Dans la course
"Du coin de l'oeil, elle vit le blond aux jambes raides se relever, la regarder. Le courant d'air que produisit son passage sécha la sueur sur le front du garçon. Elle était loin d'avoir atteint son maximum. Elle ne faisait la course contre personne, elle fuyait l'image de sa mère renversée par la voiture. Elle fuyait les Doyle au petit-déjeuner quand ils disaient qu'elle habitait trop près, elle fuyait la fille de l'accueil qui sous-entendait qu'elle n'était pas assez bien pour courir sur cette piste et qu'elle ne méritait pas non plus d'habiter Dartmouth Street. Elle fuyait Thoreau et son bocal de poissons parce qu'il continuait à la hanter. Comment aurait-elle pu savoir qui elle était ?"
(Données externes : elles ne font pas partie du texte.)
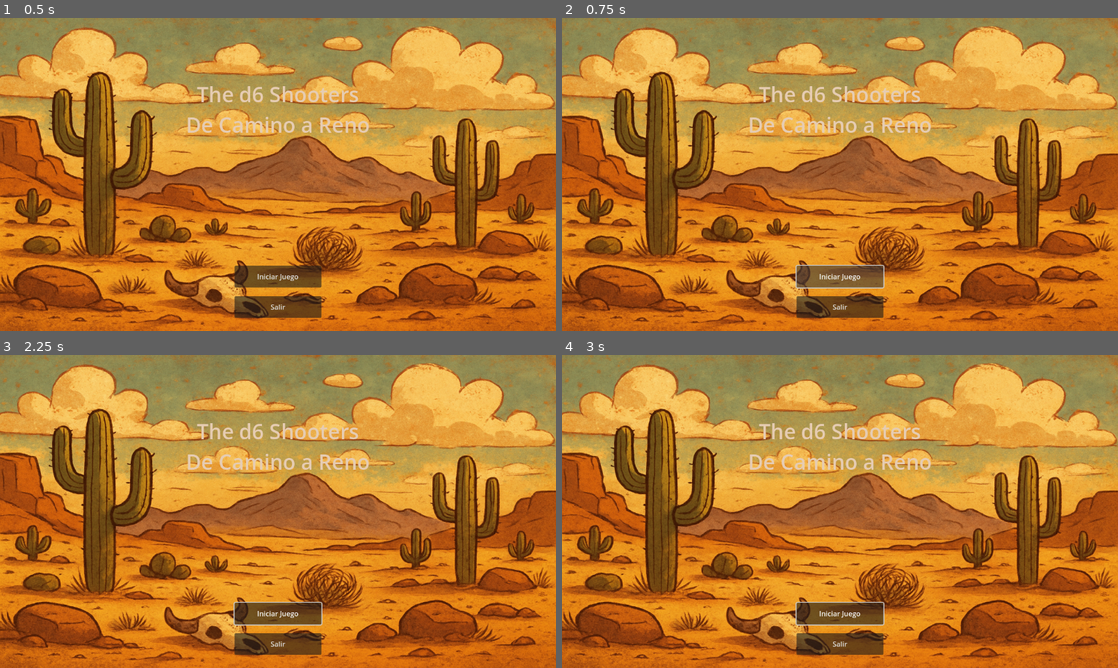
Above: before the commit, frames 1-4 (two rows, left to right).
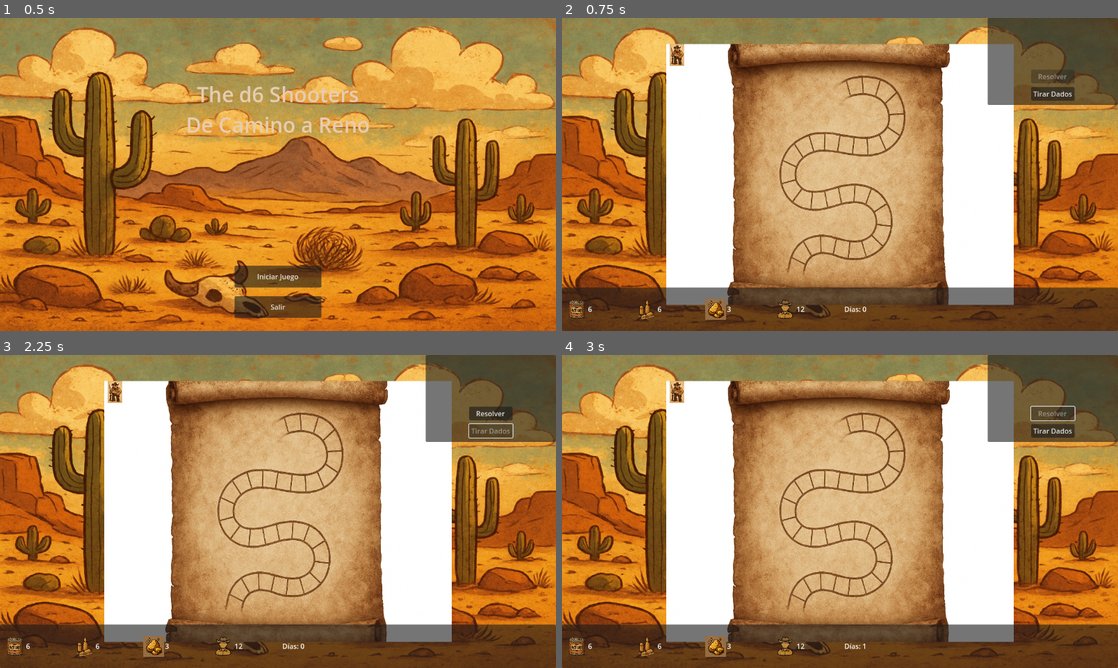
Above: after the commit, the same moments.

Repository: furniman69/d6Shooters
Game: Godot game, scene res://scenes/MainMenu.tscn
Same seed, same stepped clock (60 frames per second), same inputs: the game is played once before the commit and once after it.
Inputs (mouse positions are in pixels of both pictures, inside the frame that each line leads up to):
- Up to frame 1 (0.5 s): no input
- Up to frame 2 (0.75 s): click "Iniciar Juego" at 0.5 s
- Up to frame 3 (2.25 s): click (278, 614) at 1.25 s, where only the run before the commit has a clickable "Iniciar Juego"; click (489, 430) at 2 s, where only the run after the commit has a clickable "Tirar Dados"
- Up to frame 4 (3 s): click (1051, 414) at 2.75 s, where only the run after the commit has a clickable "Resolver"

Frame 1 is identical in both runs. In frame 2, 66% of the frame differs, in the area x 0-100%, y 0-100%; in frame 3, 66%; in frame 4, 66%.
Error after the commit: Attempt to call function 'get_position_for_index' in base 'null instance' on a null instance. (res://scripts/GameScene.gd:24)

Commit message:
Corregidos Errores GameScene

Diff:
--- a/scenes/GameScene.tscn
+++ b/scenes/GameScene.tscn
@@ -9,6 +9,7 @@
 [ext_resource type="Texture2D" path="res://assets/images/parchment_background.png" id="7"]
 [ext_resource type="Script" uid="uid://dxd72vmqpq0h6" path="res://scripts/GameBoard.gd" id="8"]
 
+[ext_resource type="Texture2D" path="res://assets/images/d6_shooters_leader.png" id="9"]
 [node name="GameScene" type="Control"]
 layout_mode = 3
 anchors_preset = 15
@@ -41,7 +42,7 @@
 offset_bottom = 300.0
 grow_horizontal = 2
 grow_vertical = 2
-texture = ExtResource("7_parchment_background")
+texture = ExtResource("7")
 expand_mode = 1
 
 [node name="GameBoard" type="Control" parent="ParchmentBackground"]
@@ -52,8 +53,7 @@
 script = ExtResource("8")
 
 [node name="Player" type="TextureRect" parent="ParchmentBackground"]
-layout_mode = 0
-texture = load("res://assets/images/d6_shooters_leader.png")
+texture = ExtResource("9")
 expand_mode = 1
 stretch_mode = 5
 custom_minimum_size = Vector2(50, 50)
Not shown: 1 places in scenes/GameScene.tscn that only renumber resources
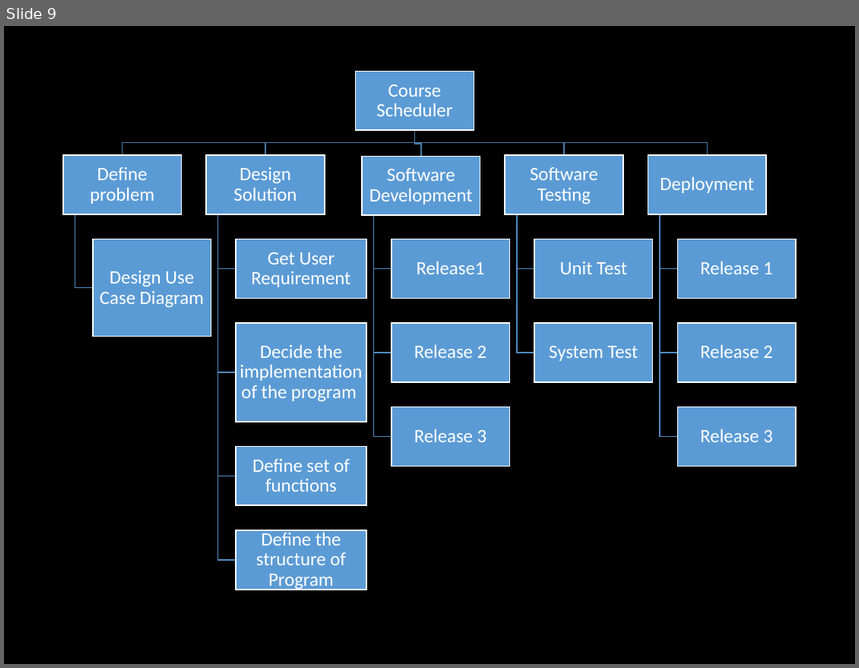
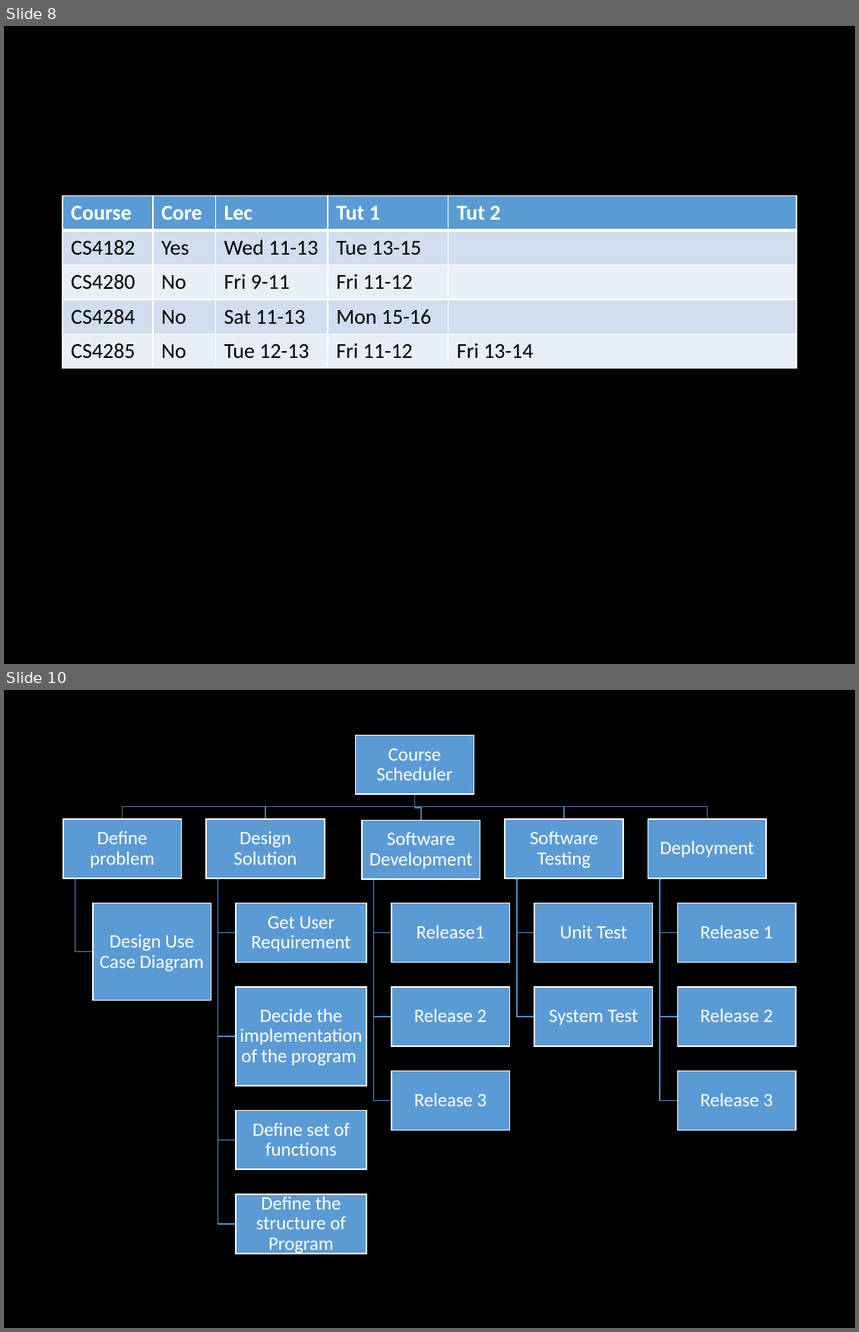
Before and after one commit to hmchan83/cs3343-2014a-g6, a slide deck: PM docs/Presentation.pptx. Shown one above the other, each under a label of ours: slide 9 before the commit, slides 8 and 10 after it; the slides between them are not shown. The pictures are 859x668 and 859x1332 pixels, drawn with LibreOffice and Linux fonts; fonts in the diff are those of the drawing. Boxes give left, top, right and bottom in pixels: in the first picture for what was removed or moved away, otherwise in the second. Text is boxed around its words. In the diff, an @@ line names an element or a change of style, - is before the commit and + after.

```diff
--- a/PM docs/Presentation.pptx
+++ b/PM docs/Presentation.pptx
@@ slide 8 added at [4,26,855,664], background #000000 @@
@@ table added at [63,196,797,369], 5 rows, 5 columns @@
+Course | Core | Lec | Tut 1 | Tut 2
+CS4182 | Yes | Wed 11-13 | Tue 13-15 | 
+CS4280 | No | Fri 9-11 | Fri 11-12 | 
+CS4284 | No | Sat 11-13 | Mon 15-16 | 
+CS4285 | No | Tue 12-13 | Fri 11-12 | Fri 13-14
@@ what was slide 9 is now slide 10 @@
```
Also in this commit, not shown: 1 slide changed, 1 other slide added, 2 other files.
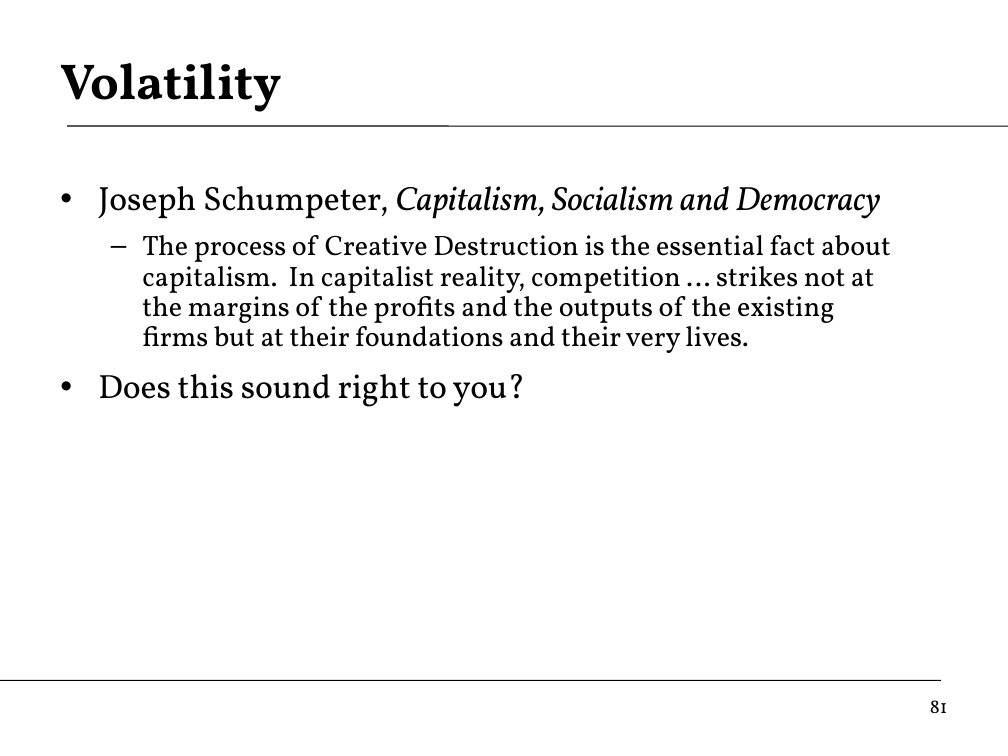
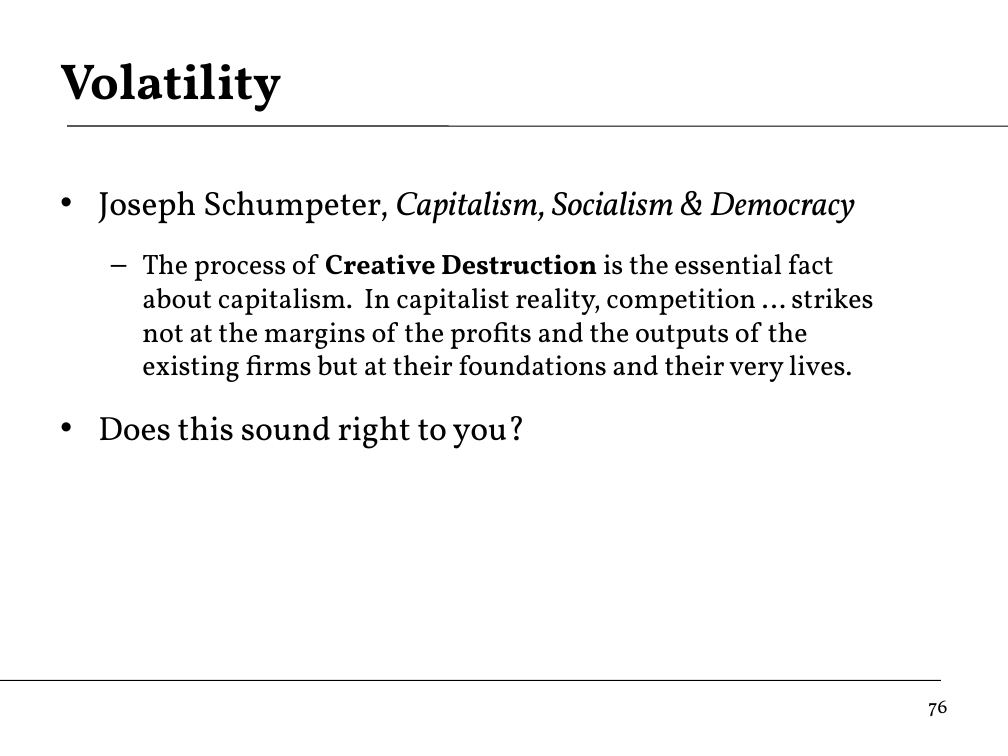
Before and after one commit to DaveBackus/Global_Economy, a slide deck: slide 76 of Slides/slides_labcap_f14.pptx (slide 81 before the commit). Drawn at 1008x756 pixels with LibreOffice and Linux fonts; fonts in the diff are those of the drawing. Boxes give left, top, right and bottom in pixels: in the first picture for what was removed or moved away, otherwise in the second. Text is boxed around its words. In the diff, an @@ line names an element or a change of style, - is before the commit and + after.

```diff
--- a/Slides/slides_labcap_f14.pptx
+++ b/Slides/slides_labcap_f14.pptx
@@ text at [98,191,855,224]: text changed @@
-• Joseph Schumpeter, Capitalism, Socialism and Democracy
+• Joseph Schumpeter, Capitalism, Socialism & Democracy
@@ text at [98,254,873,449]: bold on in "Creative Destruction"; line spacing 0.9 to 1; more space between paragraphs @@
@@ page number at [928,700,947,716]: text changed @@
-81
+76
```
Also in this commit, not shown: 32 other slides changed, 14 slides added, 8 slides removed, 27 other files.
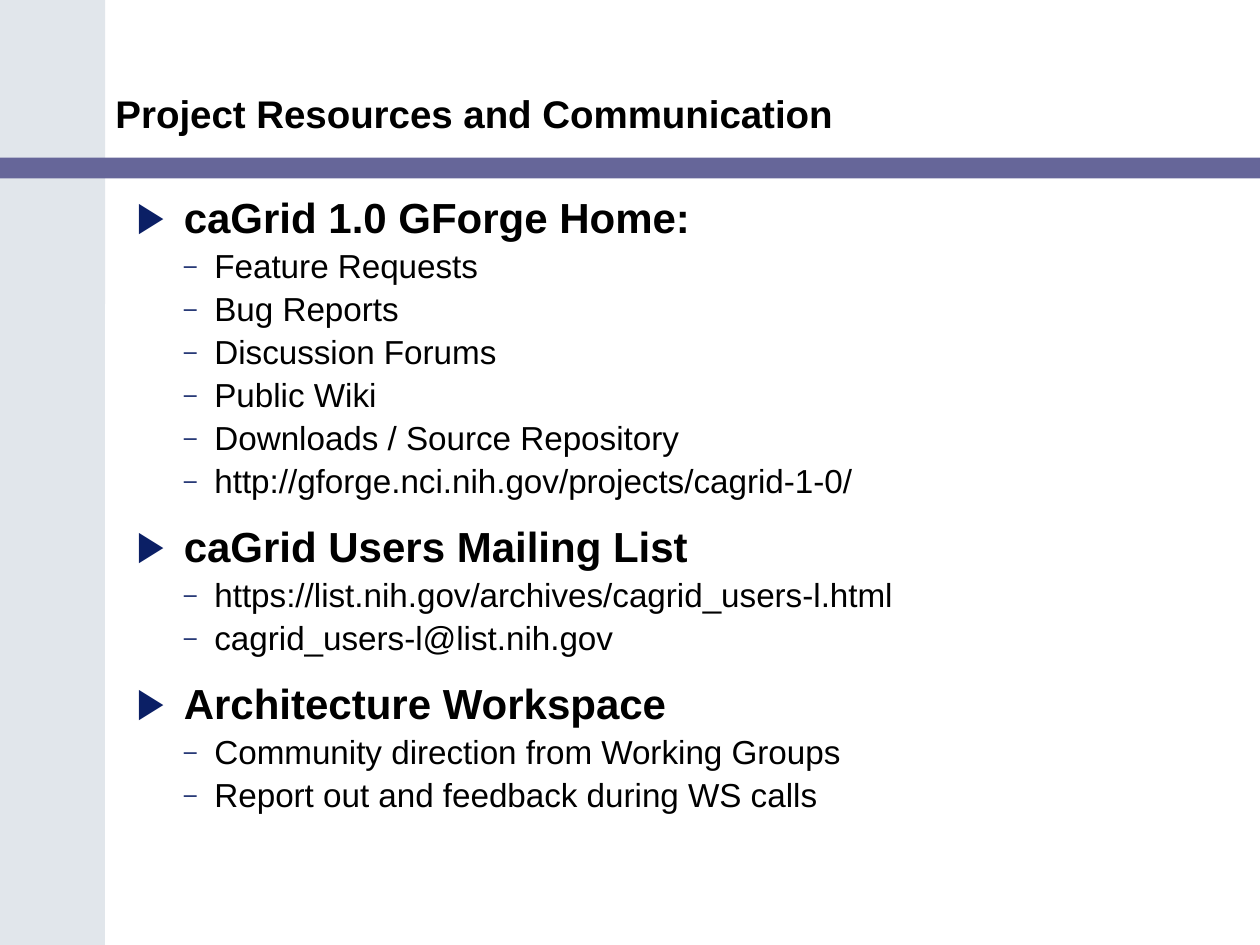
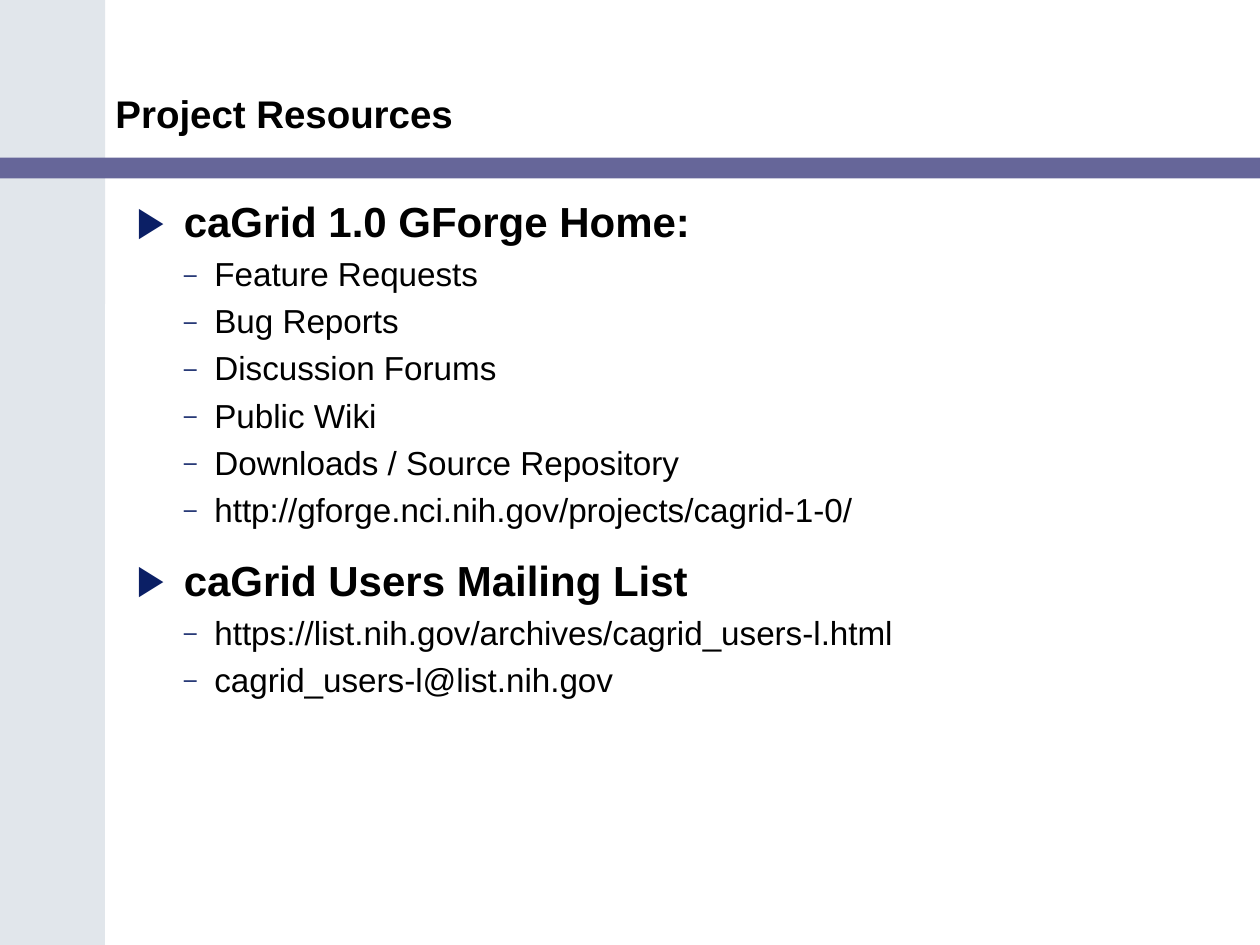
Before and after one commit to NCIP/cagrid-portal, a slide deck: slide 5 of cagrid-1-0/Documentation/presentations/200602_VCDE_ARCH/caGrid_Update_Arch_VCDE_Feb1.ppt. Drawn at 1260x945 pixels with LibreOffice and Linux fonts; fonts in the diff are those of the drawing; background and template pictures are left out. Boxes give left, top, right and bottom in pixels: in the first picture for what was removed or moved away, otherwise in the second. Text is boxed around its words. In the diff, an @@ line names an element or a change of style, - is before the commit and + after.

```diff
--- a/cagrid-1-0/Documentation/presentations/200602_VCDE_ARCH/caGrid_Update_Arch_VCDE_Feb1.ppt
+++ b/cagrid-1-0/Documentation/presentations/200602_VCDE_ARCH/caGrid_Update_Arch_VCDE_Feb1.ppt
@@ title at <box>115,100,452,135</box>: text changed @@
-Project Resources and Communication
+Project Resources
@@ text "caGrid 1.0 GForge Home:" at <box>184,206,892,698</box>: line spacing 0.85 to 0.95 @@
@@ text at <box>184,688,841,814</box>: paragraphs removed @@
-▶ Architecture Workspace
-  – Community direction from Working Groups
-  – Report out and feedback during WS calls
```
Also in this commit, not shown: 6 other slides changed, 1 slide added, 1 slide removed.

Depuis la mort de sa femme, il y a une quinzaine d'années, Doyle élève seul ses deux fils, Tip et et Teddy, 20 et 21 ans. Doyle est l'ancien maire, blanc, de Boston. Les deux enfants adoptés sont noirs. Le fils aîné de Doyle, Sullivan, a quitté le foyer depuis longtemps et ne donne guère de nouvelles. Doyle est plus confiant dans l'avenir de Tip et Teddy que dans celui de Sullivan. Il ne désespère pas de les voir entrer en politique, comme lui.
C'est en sortant justement d'un meeting que Tip se fait renverser par une voiture qu'il n'a pas vu arriver. Il ne doit la vie sauve qu'à une femme noire qui s'est jetée sur lui à la dernière minute. Il n'est que légèrement blessé, par contre, la femme, Tennessee, est gravement atteinte. L'accident a eu lieu devant sa fille, Kenya. La gamine ne sait pas où aller, et se retrouve hébergée chez Doyle.
Choc de l'accident, choc des milieux sociaux, irruption du passé, les jours qui suivent vont être bouleversants pour chacun des protagonistes de l'histoire. La femme, Tennessee, est à l'hopital dans le coma. Tip et Teddy apprennent que ce n'est pas une inconnue pour eux, qu'elle veille sur eux de loin depuis longtemps. Kenya sait tout ce qu'il y a à savoir sur les garçons, alors qu'eux n'ont jamais entendu parler d'elle. Pour ajouter encore au trouble de la situation, Sullivan choisit ce moment pour revenir d'Afrique, déboussolé et paumé.
Je voulais lire Ann Patchett depuis un moment et c'est une vraie découverte. J'ai beaucoup aimé ce roman, qui donne la parole à chacun, permettant de saisir leur état d'esprit et le bouleversement provoqué par l'accident. Il n'y a pas de grande révélation puisque l'on sait rapidement de quoi il retourne, l'intérêt de l'histoire est de saisir de manière approfondie comment l'accident et ce qui en découle va modifier l'avenir tout tracé des garçons et celui de Kenya.
Kenya est particulièrement attachante, séparée brutalement de sa mère, projetée dans un milieu qui n'est pas le sien, habituée aux humiliations liées à sa couleur de peau et à leur pauvreté. Heureusement qu'elle a la course pour se défouler, sport où elle excelle et auquel elle espère se consacrer.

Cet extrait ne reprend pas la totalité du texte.